Pernoud registrou o grande número de mulheres que exerciam a profissão de “miresses”, ou seja, médicas. “Miresse” é a forma feminina de “mire”. Quando São Luís partiu para a VII Cruzada, no Egito, em 1248, levou consigo a esposa e os filhos. Seguiu também a “doctoresse Hersent”, a médica oficial do rei e da família real. Pernoud observa que era tão considerável o número de mulheres que exerciam livremente a profissão de médicas, que até existia no francês medieval uma palavra feminina para designá-las, diferentemente de hoje, quando uma única palavra, “medécin”, de forma masculina, designa indistintamente os médicos e as médicas. Foi somente no século XIV que as mulheres passaram a ser excluídas da prática médica, porque foi tornada ilegal tal prática por quem não fosse formado pela Universidade de Paris, que não admitia alunas. A partir daí, mulheres que curassem passaram a ser mal vistas, a ser vistas com suspeição, como bruxas etc.
No livro “Pour en finir avec le Moyen Âge” (Éditions du Seuil, Paris, 1977), Pernoud dedica um capítulo ao tema da condição feminina na Idade Média francesa, no qual mostra, com base documental, no seu dia-a-dia, a mulher tinha, naquele tempo, margem de autonomia muito maior do que algum tempo depois - quando passaram a prevalecer os critérios do Direito Romano, inspirado na Antiguidade Clássica, muito mais patriarcalista e restritivo em relação às mulheres.

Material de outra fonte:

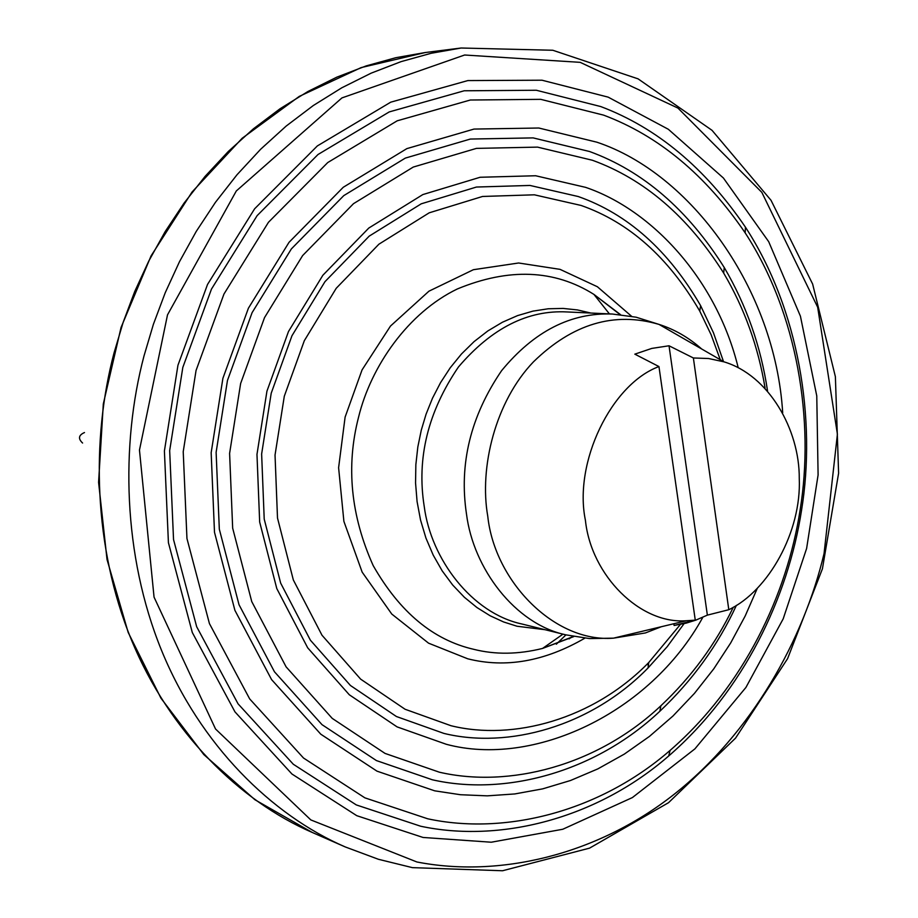 <?xml version="1.0" encoding="UTF-8"?>
<svg xmlns="http://www.w3.org/2000/svg" width="918" height="918" viewBox="0 0 918 918"><rect width="100%" height="100%" fill="white"/><g stroke="black" fill="none" stroke-linecap="round" stroke-linejoin="round"><path stroke-width="1.38" d="M757.189 588.587L745.175 616.024L730.694 642.933L713.756 668.866L694.456 693.377L672.951 716.029L649.462 736.397L624.309 754.114L597.859 768.882L570.503 780.507L542.676 788.86L514.803 793.944L487.286 795.849L460.48 794.724L434.696 790.823L376.988 771.154L320.784 734.193L271.59 679.618L234.905 610.344L214.491 532.268L211.163 452.712L222.902 378.319L248.399 308.219L289.032 242.329L343.263 187.272L406.881 148.613L474.009 129.071L538.809 128.015L596.895 142.198C690.703 173.433 775.125 288.895 782.698 412.779M736.397 605.352C718.105 645.021 692.597 680.318 659.858 711.255C594.279 773.105 503.833 796.158 432.309 779.772L376.414 760.574L322.023 724.669L274.459 671.781L239.024 604.721L219.322 529.216L216.12 452.322L227.469 380.431L252.094 312.659L291.362 248.927L343.78 195.614L405.32 158.103L470.326 139.054L533.14 137.895L589.505 151.493C642.807 170.92 687.72 209.591 724.245 267.505C746.46 305.361 760.884 346.453 767.517 390.793M765.084 388.119C758.257 346.729 744.452 308.379 723.671 273.071C688.041 216.659 644.287 179.056 592.385 160.248L537.535 147.121L476.453 148.383L413.284 167.053L353.522 203.658L302.63 255.571L264.533 317.594L240.631 383.494L229.603 453.389L232.667 528.148L251.75 601.588L286.095 666.847L332.224 718.381L385.044 753.414L439.355 772.199C508.882 788.287 596.941 766.002 660.891 705.758C691.472 676.968 715.604 644.115 733.298 607.223M702.844 617.286C649.864 713.665 533.151 767.643 446.332 744.291L397.081 726.884L349.31 694.777L307.691 647.821L276.788 588.564L259.668 522.044L256.971 454.387L266.943 391.16L288.493 331.513L322.849 275.274L368.795 228.054L422.854 194.57L480.114 177.266L535.63 175.751L585.604 187.352C652.216 209.901 716.832 279.864 738.198 367.682M684.059 623.666L667.202 646.685L648.062 667.948C590.836 726.689 508.044 749.122 443.91 733.413L396.427 716.522L350.424 685.482L310.376 640.179L280.656 583.102L264.212 519.072L261.63 453.997L271.223 393.179L291.947 335.781L324.983 281.654L369.185 236.144L421.236 203.819L476.431 187.042L529.984 185.447L578.237 196.532C627.694 213.951 668.499 250.339 700.629 305.671L713.493 332.867L723.499 361.566M720.263 359.695L711.117 334.749L699.734 311.053C668.545 257.43 629.002 222.225 581.083 205.448L534.368 194.811L482.547 196.463L429.188 212.827L378.904 244.199L336.217 288.298L304.317 340.704L284.305 396.22L275.033 455.053L277.5 518.004L293.335 579.958L321.988 635.222L360.636 679.136L405.079 709.258L450.979 725.713C513.001 741.055 593.223 719.471 648.739 662.532L680.387 624.458M423.037 837.457L356.781 815.689L291.947 774.012L234.974 711.875L192.298 632.502L168.419 542.699L164.402 451.002L177.954 365.226L207.514 284.477L254.619 208.799L317.364 145.916L390.735 102.173L467.859 80.577L541.999 80.21L608.164 97.136L668.338 129.277L723.418 178.023L768.699 241.686L800.427 316.194L816.768 395.91L818.099 474.962L806.612 548.494L783.203 618.824L745.909 687.467L694.88 748.893L632.41 797.558L562.768 829.252L491.268 842.219L423.037 837.457M600.739 106.557C656.909 127.74 705.139 167.948 745.427 227.148C799.13 309.653 816.389 419.733 801.506 510.523C788.103 596.838 744.211 690.462 668.706 755.973C595.541 819.636 498.749 842.931 420.685 826.234L356.276 804.914L293.324 764.269L238.049 703.819L196.67 626.719L173.536 539.566L169.669 450.612L182.82 367.418L211.473 289.09L257.143 215.627L318.007 154.511L389.243 111.916L464.198 90.779L536.307 90.251L600.739 106.557M427.708 818.787C503.879 835.242 598.467 812.659 670.071 750.419C743.959 686.4 786.955 594.738 800.083 510.201C814.656 421.305 797.731 313.508 745.164 232.851C705.712 174.982 658.55 135.749 603.665 115.152L540.725 99.339L470.326 100.016L397.207 120.809L327.772 162.532L268.458 222.282L223.969 294.035L196.05 370.493L183.221 451.69L186.951 538.499L209.43 623.597L249.685 698.919L303.514 758.027L364.882 797.845L427.708 818.787M585.409 520.265C573.417 462.42 611.399 384.103 658.952 366.557L634.831 354.153L651.78 348.415L669.027 345.776L693.377 357.974L708.581 358.513L724.004 361.853C768.836 375.244 799.612 429.475 799.268 478.53C801.506 531.442 768.653 590.744 728.8 609.713L707.365 615.129L695.764 620.155L686.216 623.127L674.11 625.479L695.27 620.155L686.435 620.729C640.328 624.47 591.123 575.54 585.409 520.265M565.867 634.854L522.009 624.022C471.841 613.316 430.978 559.108 424.219 506.403C416.554 458.254 427.96 411.78 458.449 366.982C491.612 328.128 527.884 309.791 567.278 311.959L612.409 314.036C570.939 312.43 533.989 331.318 501.584 370.688C470.601 416.175 458.908 463.992 466.505 514.149C473.309 568.345 514.849 623.988 565.867 634.854L589.517 638.572L613.499 638.159C554.69 642.83 494.653 581.53 487.768 516.272C479.139 467.537 495.376 401.453 533.484 361.818C572.522 323.767 614.371 311.305 659.032 324.41C674.523 329.344 688.741 337.537 701.696 349.001M673.858 623.735L674.11 625.479M695.27 620.155L658.952 366.557M693.377 357.974L728.8 609.713M707.365 615.129L669.027 345.776M556.342 644.195L565.947 634.877M647.752 663.519L648.67 667.329M572.671 636.358L569.091 638.894M84.49 432.55C78.569 435.143 77.938 438.643 82.586 443.038M631.561 316.262L597.377 286.737L560.037 269.353L518.624 262.996L473.39 269.708L428.935 291.19L390.483 326.062L362.048 369.92L345.111 417.082L338.604 467.71L343.894 521.378L362.174 572.155L391.768 614.05L428.568 643.174L467.71 658.791C505.634 668.327 544.672 661.453 584.858 638.171M461.134 48.011L431.173 53.278L401.074 61.632L371.159 73.153L341.794 87.795L313.359 105.49L286.198 126.053L260.655 149.244L236.993 174.776L215.478 202.281L196.257 231.393L179.48 261.71L165.194 292.819L153.386 324.341L144.011 355.92C120.51 444.874 122.851 555.39 161.465 650.196C200.147 744.957 271.671 815.104 345.214 846.924L378.411 859.282L412.377 867.636L502.525 870.757L589.551 848.14L668.534 802.688L735.559 738.118L787.587 658.654L822.425 568.793L838.604 473.218L835.38 376.678L812.637 284.052L771.028 200.308L712.024 130.322L638.09 78.856L552.808 50.26L461.134 48.011L425.332 52.521L395.865 57.696L366.259 65.878L336.849 77.146L308 91.456L280.07 108.737L253.414 128.807L228.341 151.436L205.127 176.336L184.025 203.165L165.194 231.554L148.75 261.102L134.762 291.431L123.207 322.161L114.039 352.925C91.077 439.642 93.464 547.346 131.435 639.915C169.497 732.415 239.805 801.093 312.177 832.419L254.94 799.75L203.819 754.573L160.937 698.173L128.164 632.387L107.027 559.532L98.582 482.363L103.309 403.943L121.061 327.439L151.08 255.881L192.034 192.034L242.145 138.274L299.291 96.379L361.153 67.588L425.332 52.521M416.91 861.979L310.823 819.923L215.535 728.995L154.052 597.136L139.467 450.084L167.512 314.851L236.316 190.955L341.944 97.905L464.623 55.011L580.176 62.344L677.954 108.083L761.848 192.378L817.674 307.22L837.411 434.168L824.054 553.577C803.583 639.616 752.06 732.816 674.03 794.391C596 855.84 498.13 877.86 416.91 861.979M590.882 313.049L577.411 309.928L563.136 308.425L548.241 308.769L532.956 311.122L517.591 315.597L502.433 322.229L487.837 330.939L474.09 341.599L461.479 353.969L450.256 367.751L440.56 382.622L432.493 398.205L426.078 414.167L421.282 430.163L417.828 446.963L415.854 464.646L415.556 482.971L417.082 501.572L420.547 520.07L425.941 538.063L433.216 555.126L442.201 570.881L452.689 585.018L464.382 597.285L476.981 607.555L490.143 615.771L503.592 621.956L517.029 626.237L544.936 629.691M573.383 636.495L542.572 648.429C518.177 654.477 495.227 654.764 473.722 649.313C433.25 640.041 399.743 612.145 373.19 565.603C350.779 515.686 345.891 466.264 358.525 417.323C370.941 366.075 408.2 312.682 457.313 288.975C508.847 267.7 554.392 269.513 593.935 294.414L620.086 314.61M661.408 626.707L645.4 632.95L613.499 638.159L686.435 620.729M660.891 705.758L659.858 711.255M723.671 273.071L724.245 267.505M648.739 662.532L648.062 667.948M699.734 311.053L700.629 305.671M670.071 750.419L668.706 755.973M745.164 232.851L745.427 227.148M345.214 846.924L312.177 832.419M573.807 636.576L542.572 648.429L562.963 634.143M620.522 314.656L593.935 294.414L609.426 313.899M612.421 314.036L636.128 317.203L659.032 324.41L724.004 361.853"/></g></svg>

Pernoud fala ainda, nessa obra, na documentação primária abundante e pouco explorada, sobre as mulheres que, naquele século XIII, “não eram nem altas damas, nem abadessas, nem sequer monjas, mas eram camponesas ou citadinas, mães de família ou exerciam uma profissão”. Ela está se referindo precisamente aos registros escritos dos agentes enviados pelo rei São Luís IX a todos os lares do seu reino, com a missão de interrogarem, de casa em casa, todos os seus habitantes, para registrarem as queixas e corrigirem os abusos que estivessem sendo praticados. Nessa documentação primária, comenta a autora, é possível encontrar mil pequenos detalhes da vida cotidiana “que mostram homens e mulheres nos menores fatos da sua vida: aqui, é a queixa de uma cabeleireira, ali, a de uma vendedora de sal, acolá, a de uma proprietária de moinho, de uma viúva de agricultor, de uma castelã, de uma mulher de cruzado etc.” (p. 95-96).
“É por documentos como esses - comenta mais adiante a autora - que se pode, peça por peça, reconstituir, à maneira de um mosaico, a história real, que nos aparece, então, muito diferente das canções de gesta e das novelas de cavalaria.” (p. 96).
Esse é um bom exemplo de aplicação dos princípios e da metodologia da História Social, num tema cultural de grande alcance, qual seja, a posição da mulher na sociedade.
A promoção efetiva da mulher, na sociedade medieval cristã, foi também sinalizada por uma substituição simbólica de grande alcance: nos tabuleiros de xadrez, a peça mais poderosa e importante, depois do rei, deixou de ser o vizir, o ministro-chefe dos califas e sultões árabes. Nos tabuleiros de xadrez da Cristandade Medieval, esse papel passou a se ocupado por uma mulher, a Dama, ou a Rainha. E assim permanece, até hoje.
Armando Alexandre dos Santos é historiador e jornalista, diretor da Revista da Academia Piracicabana de Letras.